Five hundred documents a day: about $11. A month of that: around $330. Small numbers per call. They compound in production. And they shift meaningfully when you change models, hit long-context thresholds, or scale to agentic workflows where the model makes multiple calls per task. You want to be the person in the room who can sketch this on a whiteboard when the conversation stalls on "but what does this actually cost."

Two more details for those conversations. First, OpenAI charges a 10% uplift for regional processing endpoints, directly relevant to public sector buyers with data residency requirements. Second, the input-output price gap means the cost profile of a workload depends as much on what the model produces as on what it receives. Tasks that generate long outputs (drafting, code generation) cost disproportionately more than tasks with short outputs (classification, summarization). When a buyer asks "what does this cost to run," the shape of the output matters as much as the size of the input.

The short version

Tokens are sub-word text chunks, about four English characters each, produced by a tokenizer before the model touches anything.

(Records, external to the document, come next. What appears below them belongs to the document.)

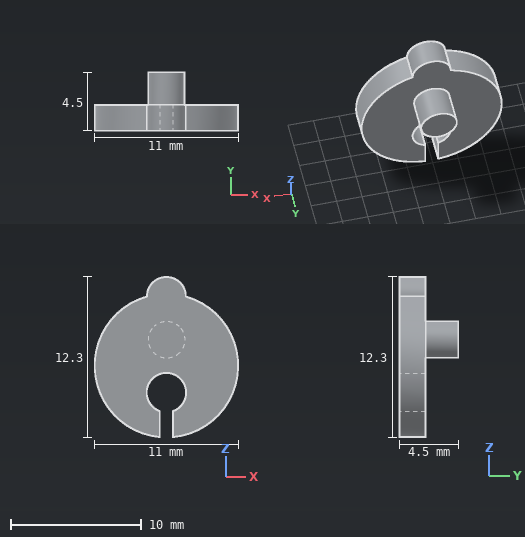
import cadquery as cq
import math

disc_radius = 5.5
disc_thickness = 2.0
tab_radius = 1.5
hole_radius = 1.5
slot_width = 1.0
slot_wall_length = 2.0
pin_diameter = 2.8
pin_length = 2.5
pin_center_z = 2.0

tab_center_z = math.sqrt(disc_radius**2 - tab_radius**2)

slot_half_width = slot_width / 2
slot_wall_bottom_z = -math.sqrt(disc_radius**2 - slot_half_width**2)
slot_wall_top_z = slot_wall_bottom_z + slot_wall_length
hole_center_z = slot_wall_top_z + math.sqrt(hole_radius**2 - slot_half_width**2)


def cylinder_along_y(radius, center_z, start_y, length):
    """Cylinder on the X = 0 plane that runs from start_y toward +Y."""
    axis_start = cq.Vector(0, start_y, center_z)
    return cq.Workplane(cq.Solid.makeCylinder(radius, length, axis_start, cq.Vector(0, 1, 0)))


def make_plate():
    """Disc with the rounded tab on top; the front face lies on Y = 0."""
    disc = cylinder_along_y(disc_radius, 0, 0, disc_thickness)
    tab = cylinder_along_y(tab_radius, tab_center_z, 0, disc_thickness)
    return disc.union(tab)


def make_keyhole():
    """Round hole with a slot that opens through the bottom of the disc."""
    hole = cylinder_along_y(hole_radius, hole_center_z, 0, disc_thickness)
    slot_length = disc_radius + hole_center_z
    slot = cq.Workplane("XY").box(
        slot_width, disc_thickness, slot_length, centered=(True, False, False)
    ).translate((0, 0, -disc_radius))
    return hole.union(slot)


def make_pin():
    """Pin that stands on the back face of the disc."""
    return cylinder_along_y(pin_diameter / 2, pin_center_z, disc_thickness, pin_length)


result = make_plate().cut(make_keyhole()).union(make_pin())

The context window is the total token budget for one call: input plus output, drawn from the same pool. Current flagships offer 1M+ tokens of context, but cost, quality degradation, and overhead mean the usable number is always lower. Pricing runs per million tokens with output costing several times more than input.

The word "token" in an AI conversation has nothing to do with the word "token" in an identity conversation. One is a unit of text measurement. The other is a security artifact carrying authorization. The first time that distinction keeps a discovery call on track instead of sideways for ten minutes, you'll know why it mattered.